I was hoping to hear that!


> 
>> After upgrading my pciutils I get a bit more output from lspci -vv for the Root port. It seems it is capable of logging the errors:
>>
>>          Capabilities: [1c0 v1] Advanced Error Reporting
>>                  UESta:  DLP- SDES- TLP- FCP- CmpltTO+ CmpltAbrt- UnxCmplt- RxOF- MalfTLP- ECRC- UnsupReq- ACSViol-
>>                  UEMsk:  DLP- SDES- TLP- FCP- CmpltTO- CmpltAbrt- UnxCmplt- RxOF- MalfTLP- ECRC- UnsupReq- ACSViol-
>>                  UESvrt: DLP+ SDES- TLP- FCP- CmpltTO+ CmpltAbrt- UnxCmplt- RxOF+ MalfTLP+ ECRC- UnsupReq- ACSViol-
>>                  CESta:  RxErr- BadTLP- BadDLLP- Rollover- Timeout- AdvNonFatalErr-
>>                  CEMsk:  RxErr- BadTLP- BadDLLP- Rollover- Timeout- AdvNonFatalErr+
>>                  AERCap: First Error Pointer: 00, ECRCGenCap- ECRCGenEn- ECRCChkCap- ECRCChkEn-
>>                          MultHdrRecCap- MultHdrRecEn- TLPPfxPres- HdrLogCap-
>>                  HeaderLog: 00000000 00000001 00000002 00000003
>>                  RootCmd: CERptEn+ NFERptEn+ FERptEn+
>>                  RootSta: CERcvd- MultCERcvd- UERcvd- MultUERcvd-
>>                           FirstFatal- NonFatalMsg- FatalMsg- IntMsg 0
>>                  ErrorSrc: ERR_COR: 0000 ERR_FATAL/NONFATAL: 0008
>>
>> The above was provoked with the aer-inject of the same error as seen in initial report, with bogus 'HEADER_LOG 0 1 2 3'.
>>
>> Dec  9 10:25:19 bd-cpu18 kernel: pcieport 0000:00:01.0: aer_inject: Injecting errors 00000000/00004000 into device 0000:00:01.0
>> Dec  9 10:25:19 bd-cpu18 kernel: pcieport 0000:00:01.0: AER: Uncorrected (Fatal) error received: 0000:00:01.0
>> Dec  9 10:25:19 bd-cpu18 kernel: pcieport 0000:00:01.0: PCIe Bus Error: severity=Uncorrected (Fatal), type=Transaction Layer, (Requester ID)
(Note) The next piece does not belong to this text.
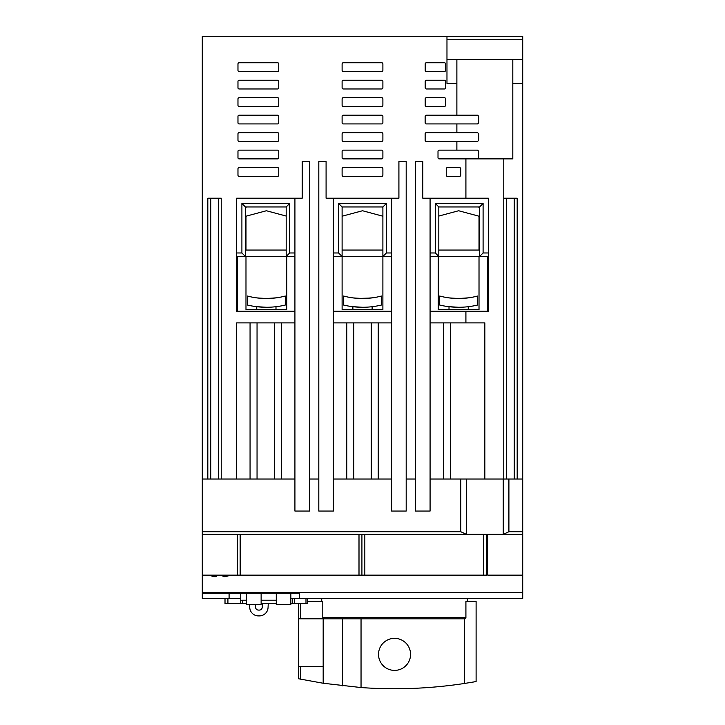 <?xml version="1.0" encoding="UTF-8"?>
<svg xmlns="http://www.w3.org/2000/svg" width="725" height="725" viewBox="0 0 725 725"><rect width="100%" height="100%" fill="white"/><g stroke="black" fill="none" stroke-linecap="round" stroke-linejoin="round"><path stroke-width="1.09" d="M466.438 534.361L466.438 479.017L503.25 479.017L503.25 534.361L202.284 534.361L466.438 534.361L460.783 531.724L202.284 531.724L202.284 479.017L207.821 479.017L202.284 479.017L202.284 36.25L522.716 36.25L522.716 479.017L517.179 479.017L522.716 479.017L522.716 534.361L503.857 534.361L522.716 534.361L522.716 575.143L487.753 575.143L487.753 534.361M430.079 198.206L422.802 198.206L422.802 161.503L415.516 161.503L415.516 511.062L430.079 511.062L430.079 198.206L488.342 198.206L488.342 311.233L465.912 311.233L465.912 322.888L484.844 322.888L484.844 479.017L517.179 479.017L517.179 198.206L503.775 198.206L503.775 158.884L512.811 158.884L512.811 83.438L522.716 83.438M415.516 479.017L406.19 479.017L415.516 479.017M318.81 479.017L309.484 479.017L318.81 479.017M294.921 322.888L236.658 322.888L236.658 479.017L221.225 479.017L294.921 479.017M218.307 479.017L221.225 479.017L221.225 198.206L207.821 198.206L207.821 479.017L218.307 479.017L218.307 198.206M522.716 59.55L512.811 59.55L512.811 83.438M522.716 39.748L446.972 39.748L446.972 83.438L456.877 83.438L456.877 115.193L426.309 115.193A1.169 1.169 0 0 0 425.14 116.353L425.14 122.761A1.169 1.169 0 0 0 426.309 123.93L477.621 123.93L478.79 122.761L478.79 116.353L477.621 115.193L456.877 115.193M512.811 59.55L446.972 59.55M446.972 36.25L446.972 39.748M237.972 168.789A1.169 1.169 0 0 1 239.141 167.62L277.584 167.62A1.169 1.169 0 0 1 278.753 168.789L278.753 175.196A1.169 1.169 0 0 1 277.584 176.365L239.141 176.365A1.169 1.169 0 0 1 237.972 175.196L237.972 168.789M237.972 151.308A1.169 1.169 0 0 1 239.141 150.148L277.584 150.148A1.169 1.169 0 0 1 278.753 151.308L278.753 157.724A1.169 1.169 0 0 1 277.584 158.884L239.141 158.884A1.169 1.169 0 0 1 237.972 157.724L237.972 151.308M237.972 133.835A1.169 1.169 0 0 1 239.141 132.666L277.584 132.666A1.169 1.169 0 0 1 278.753 133.835L278.753 140.242A1.169 1.169 0 0 1 277.584 141.411L239.141 141.411A1.169 1.169 0 0 1 237.972 140.242L237.972 133.835M237.972 116.353A1.169 1.169 0 0 1 239.141 115.193L277.584 115.193A1.169 1.169 0 0 1 278.753 116.353L278.753 122.761A1.169 1.169 0 0 1 277.584 123.93L239.141 123.93A1.169 1.169 0 0 1 237.972 122.761L237.972 116.353M237.972 98.881A1.169 1.169 0 0 1 239.141 97.712L277.584 97.712A1.169 1.169 0 0 1 278.753 98.881L278.753 105.288A1.169 1.169 0 0 1 277.584 106.448L239.141 106.448A1.169 1.169 0 0 1 237.972 105.288L237.972 98.881M237.972 81.399A1.169 1.169 0 0 1 239.141 80.239L277.584 80.239A1.169 1.169 0 0 1 278.753 81.399L278.753 87.807A1.169 1.169 0 0 1 277.584 88.976L239.141 88.976A1.169 1.169 0 0 1 237.972 87.807L237.972 81.399M237.972 63.927A1.169 1.169 0 0 1 239.141 62.758L277.584 62.758A1.169 1.169 0 0 1 278.753 63.927L278.753 70.334A1.169 1.169 0 0 1 277.584 71.494L239.141 71.494A1.169 1.169 0 0 1 237.972 70.334L237.972 63.927M342.109 168.789A1.169 1.169 0 0 1 343.278 167.62L381.722 167.62A1.169 1.169 0 0 1 382.891 168.789L382.891 175.196A1.169 1.169 0 0 1 381.722 176.365L343.278 176.365A1.169 1.169 0 0 1 342.109 175.196L342.109 168.789M342.109 151.308A1.169 1.169 0 0 1 343.278 150.148L381.722 150.148A1.169 1.169 0 0 1 382.891 151.308L382.891 157.724A1.169 1.169 0 0 1 381.722 158.884L343.278 158.884A1.169 1.169 0 0 1 342.109 157.724L342.109 151.308M342.109 133.835A1.169 1.169 0 0 1 343.278 132.666L381.722 132.666A1.169 1.169 0 0 1 382.891 133.835L382.891 140.242A1.169 1.169 0 0 1 381.722 141.411L343.278 141.411A1.169 1.169 0 0 1 342.109 140.242L342.109 133.835M342.109 116.353A1.169 1.169 0 0 1 343.278 115.193L381.722 115.193A1.169 1.169 0 0 1 382.891 116.353L382.891 122.761A1.169 1.169 0 0 1 381.722 123.93L343.278 123.93A1.169 1.169 0 0 1 342.109 122.761L342.109 116.353M342.109 98.881A1.169 1.169 0 0 1 343.278 97.712L381.722 97.712A1.169 1.169 0 0 1 382.891 98.881L382.891 105.288A1.169 1.169 0 0 1 381.722 106.448L343.278 106.448A1.169 1.169 0 0 1 342.109 105.288L342.109 98.881M342.109 81.399A1.169 1.169 0 0 1 343.278 80.239L381.722 80.239A1.169 1.169 0 0 1 382.891 81.399L382.891 87.807A1.169 1.169 0 0 1 381.722 88.976L343.278 88.976A1.169 1.169 0 0 1 342.109 87.807L342.109 81.399M342.109 63.927A1.169 1.169 0 0 1 343.278 62.758L381.722 62.758A1.169 1.169 0 0 1 382.891 63.927L382.891 70.334A1.169 1.169 0 0 1 381.722 71.494L343.278 71.494A1.169 1.169 0 0 1 342.109 70.334L342.109 63.927M446.247 168.789A1.169 1.169 0 0 1 447.416 167.62L459.559 167.62A1.169 1.169 0 0 1 460.719 168.789L460.719 175.196A1.169 1.169 0 0 1 459.559 176.365L447.416 176.365A1.169 1.169 0 0 1 446.247 175.196L446.247 168.789M425.194 98.881A1.169 1.169 0 0 1 426.354 97.712L444.416 97.712A1.169 1.169 0 0 1 445.585 98.881L445.585 105.288A1.169 1.169 0 0 1 444.416 106.448L426.354 106.448A1.169 1.169 0 0 1 425.194 105.288L425.194 98.881M425.194 81.399A1.169 1.169 0 0 1 426.354 80.239L444.416 80.239A1.169 1.169 0 0 1 445.585 81.399L445.585 87.807A1.169 1.169 0 0 1 444.416 88.976L426.354 88.976A1.169 1.169 0 0 1 425.194 87.807L425.194 81.399M425.194 63.927A1.169 1.169 0 0 1 426.354 62.758L444.416 62.758A1.169 1.169 0 0 1 445.585 63.927L445.585 70.334A1.169 1.169 0 0 1 444.416 71.494L426.354 71.494A1.169 1.169 0 0 1 425.194 70.334L425.194 63.927M294.921 311.233L236.658 311.233L236.658 198.206L302.198 198.206L302.198 161.503L309.484 161.503L309.484 511.062L294.921 511.062L294.921 198.206M333.373 198.206L326.087 198.206L326.087 161.503L318.81 161.503L318.81 511.062L333.373 511.062L333.373 198.206L398.913 198.206L398.913 161.503L406.19 161.503L406.19 511.062L391.627 511.062L391.627 198.206M465.912 198.206L465.912 158.884L439.178 158.884A1.169 1.169 0 0 1 438.009 157.724L438.009 151.308A1.169 1.169 0 0 1 439.178 150.148L456.877 150.148L456.877 141.411L426.309 141.411A1.169 1.169 0 0 1 425.14 140.242L425.14 133.835A1.169 1.169 0 0 1 426.309 132.666L456.877 132.666L456.877 123.93M250.062 322.888L250.062 479.017M257.049 322.888L257.049 479.017M274.53 322.888L274.53 479.017M281.517 322.888L281.517 479.017M346.767 322.888L346.767 479.017M353.764 322.888L353.764 479.017M371.236 322.888L371.236 479.017M378.233 322.888L378.233 479.017M443.483 322.888L443.483 479.017M466.438 479.017L430.079 479.017L430.079 322.888L465.912 322.888M450.47 322.888L450.47 479.017M465.912 158.884L503.775 158.884M503.775 479.017L503.775 198.206M488.342 311.233L488.342 256.469L438.815 256.469L435.326 252.971L435.326 203.453L483.095 203.453L483.095 252.971L488.342 252.971M236.658 252.971L241.905 252.971L245.403 256.469L236.658 256.469L236.658 311.233M456.877 141.411L477.621 141.411L478.79 140.242L478.79 133.835L477.621 132.666L456.877 132.666M477.621 158.884L478.79 157.724L478.79 151.308L477.621 150.148L456.877 150.148M391.627 322.888L333.373 322.888M465.912 311.233L430.079 311.233M430.079 252.971L435.326 252.971M430.079 256.469L438.815 256.469L438.815 206.951L479.597 206.951L483.095 203.453M483.095 252.971L479.597 256.469L479.597 206.951M391.627 311.233L333.373 311.233M333.373 252.971L338.611 252.971L338.611 203.453L386.389 203.453L386.389 252.971L391.627 252.971M333.373 256.469L342.109 256.469L338.611 252.971M386.389 252.971L382.891 256.469L382.891 309.484L342.109 309.484L342.109 256.469L391.627 256.469M241.905 252.971L241.905 203.453L289.674 203.453L286.185 206.951L286.185 250.053L245.403 250.053L245.403 256.469L294.921 256.469M289.674 203.453L289.674 252.971L294.921 252.971M289.674 252.971L286.185 256.469L286.185 250.053M456.877 59.55L456.877 83.438M435.326 203.453L438.815 206.951M438.815 250.053L479.597 250.053M338.611 203.453L342.109 206.951L382.891 206.951L386.389 203.453M342.109 256.469L342.109 206.951M382.891 206.951L382.891 256.469M342.109 250.053L382.891 250.053M241.905 203.453L245.403 206.951L286.185 206.951M245.403 250.053L245.403 206.951M261.127 593.204L261.127 604.568L246.563 604.568L246.563 593.204M290.843 593.204L290.843 604.568L276.279 604.568L276.279 593.204M202.284 531.724L202.284 592.624L522.716 592.624L522.716 575.143M202.284 575.143L237.247 575.143L237.247 534.361M503.25 534.361L508.905 531.724L522.716 531.724M333.373 479.017L391.627 479.017M522.716 592.624L522.716 598.451L299.579 598.451L299.579 593.204L202.284 593.204L202.284 592.624M246.563 603.689L227.922 603.689L227.922 598.451L202.284 598.451L202.284 593.204M307.735 598.451L307.735 603.689L294.341 603.689L294.341 598.451L290.843 598.451L292.592 598.451L292.592 603.689L290.843 603.689M249.599 604.568L249.744 607.604A8.736 8.736 0 0 0 258.481 615.906L259.333 615.906A8.736 8.736 0 0 0 268.06 607.604L268.25 603.689M262.423 603.689L262.242 607.314A2.909 2.909 0 0 1 259.333 610.088L258.481 610.088A2.909 2.909 0 0 1 255.562 607.314L255.427 604.568M237.247 575.143L486.593 575.143L486.593 534.361M361.92 534.361L361.92 575.143L361.92 534.361M467.362 601.36L467.362 598.451L321.719 598.451L321.719 601.36M307.735 601.36L322.797 601.36L322.797 617.673L465.912 617.673L465.912 601.36L476.108 601.36L476.108 681.554L464.453 683.476A466.075 466.075 0 0 1 361.041 687.545L323.178 683.249L298.8 678.808M322.797 617.673L324.002 618.842L464.707 618.842L465.912 617.673M394.545 670.398A16.023 16.023 0 0 1 378.522 654.376A16.023 16.023 0 0 1 394.545 638.353A16.023 16.023 0 0 1 410.567 654.376A16.023 16.023 0 0 1 394.545 670.398M300.494 603.689L300.494 618.842L323.178 618.842L323.178 666.61L300.494 666.61L300.494 679.162M475.083 681.736L472.483 682.189M361.041 618.842L361.041 687.545M300.494 618.842L298.591 618.842L298.591 666.61L300.494 666.61M298.419 603.689L298.419 678.727M276.279 600.2L261.127 600.2M246.563 600.2L240.736 600.2M294.341 603.689L292.592 603.689M276.279 603.689L261.127 603.689M227.922 603.689L225.013 603.689L225.013 598.451M227.922 598.451L240.736 598.451L240.736 603.689M240.736 593.204L240.736 598.451M294.341 598.451L299.579 598.451M229.091 598.451L229.091 593.204M229.752 575.143L228.502 575.786C224.977 576.991 223.037 576.991 222.675 575.786C223.037 576.991 224.977 576.991 228.502 575.786L229.752 575.143M209.779 575.143L211.029 575.786C214.555 576.991 216.494 576.991 216.857 575.786L216.857 575.143M286.765 256.469L286.765 309.484L245.983 309.484L245.983 256.469M245.983 250.053L245.983 216.213L266.374 210.748L286.185 216.059M246.808 206.951L245.403 207.323M237.247 256.469L237.247 311.233M275.989 309.484L275.989 306.702L276.569 306.63M256.759 309.484L256.759 306.702L256.179 306.63L266.374 307.273A81.562 81.562 0 0 0 285.306 305.044L285.306 296.027A72.826 72.826 0 0 1 266.374 298.528L276.569 297.812L266.374 298.528L256.759 297.893M259.097 298.165L261.027 298.337M275.074 298.011L271.585 298.347M270.18 298.428L262.822 298.446M261.77 298.383L260.012 298.256M259.505 298.211L258.752 298.129M257.076 297.939L266.374 298.528A72.826 72.826 0 0 1 247.443 296.027L247.443 305.044A81.562 81.562 0 0 0 266.374 307.273M342.109 216.213L362.5 210.748L382.891 216.213M382.891 207.169L382.066 206.951M342.934 206.951L342.109 207.169M372.115 309.484L372.115 306.702L372.695 306.63M352.885 309.484L352.885 306.702L352.305 306.63L362.5 307.273A81.562 81.562 0 0 0 381.432 305.044L381.432 296.027A72.826 72.826 0 0 1 362.5 298.528L372.695 297.812L362.5 298.528L352.885 297.893M355.232 298.165L357.153 298.337M371.2 298.011L358.947 298.446M357.896 298.383L356.147 298.256M355.64 298.211L354.878 298.129M353.202 297.939L362.5 298.528A72.826 72.826 0 0 1 343.568 296.027L343.568 305.044A81.562 81.562 0 0 0 362.5 307.273M487.753 256.469L487.753 311.233M438.815 216.059L458.626 210.748L479.017 216.213L479.017 250.053M479.017 256.469L479.017 309.484L438.235 309.484L438.235 256.469M479.597 207.323L478.192 206.951M468.241 309.484L468.241 306.702L468.821 306.63M449.011 309.484L449.011 306.702L448.431 306.63L458.626 307.273A81.562 81.562 0 0 0 477.558 305.044L477.558 296.027A72.826 72.826 0 0 1 458.626 298.528L468.821 297.812L458.626 298.528L449.011 297.893M451.358 298.165L453.279 298.337M467.335 298.011L463.837 298.347M462.432 298.428L455.073 298.446M454.022 298.383L452.273 298.256M451.766 298.211L451.004 298.129M449.328 297.939L458.626 298.528A72.826 72.826 0 0 1 439.694 296.027L439.694 305.044A81.562 81.562 0 0 0 458.626 307.273M210.739 479.017L210.739 198.206M506.693 479.017L506.693 198.206M514.261 198.206L514.261 479.017M508.905 479.017L508.905 531.724M460.783 531.724L460.783 479.017M240.156 534.361L240.156 575.143M359.002 575.143L359.002 534.361M364.829 534.361L364.829 575.143M483.675 575.143L483.675 534.361M464.453 618.842L464.453 683.476M323.178 618.842L324.002 618.842M342.572 618.842L342.572 685.841M323.178 683.249L323.178 666.61M242.485 600.2L242.485 603.689M305.986 598.451L305.986 603.689"/></g></svg>

>> Dec  9 10:25:19 bd-cpu18 kernel: pcieport 0000:00:01.0:   device [8086:1901] error status/mask=00004000/00000000
>> Dec  9 10:25:19 bd-cpu18 kernel: pcieport 0000:00:01.0:    [14] CmpltTO
>> Dec  9 10:25:19 bd-cpu18 kernel: mrf-pci 0000:0e:00.0: [aer_error_detected] called .. state=2
>>
>>
>> Question: would using different (real?) HEADER_LOG values affect the recovery behaviour?
> 
> No, it shouldn't.  I'm pretty sure we only print those values and they
> don't influence behavior at all.
> 
>>> How can I debug this further? I'm getting the "I/O to channel is
>>> blocked" (pci_channel_io_frozen) state reported to the the endpoint
>>> devices I provide driver for.  Is there any way of telling if the
>>> PCI switch devices between 00:01.0 ... 06:00.0 have all recovered ;
>>> links up and running and similar? Is this information provided by
>>> the Linux kernel somehow?
>>>
>>> For reference, I've experimented with AER inject and my tests showed
>>> that if the same type of error is injected in any other PCI device
>>> in the path 01:00.0 ... 06:00.0, IOW not into 00:01.0, the link is
>>> recovered successfully, and I can continue working with the endpoint
>>> devices. In those cases the "I/O channel is in normal state"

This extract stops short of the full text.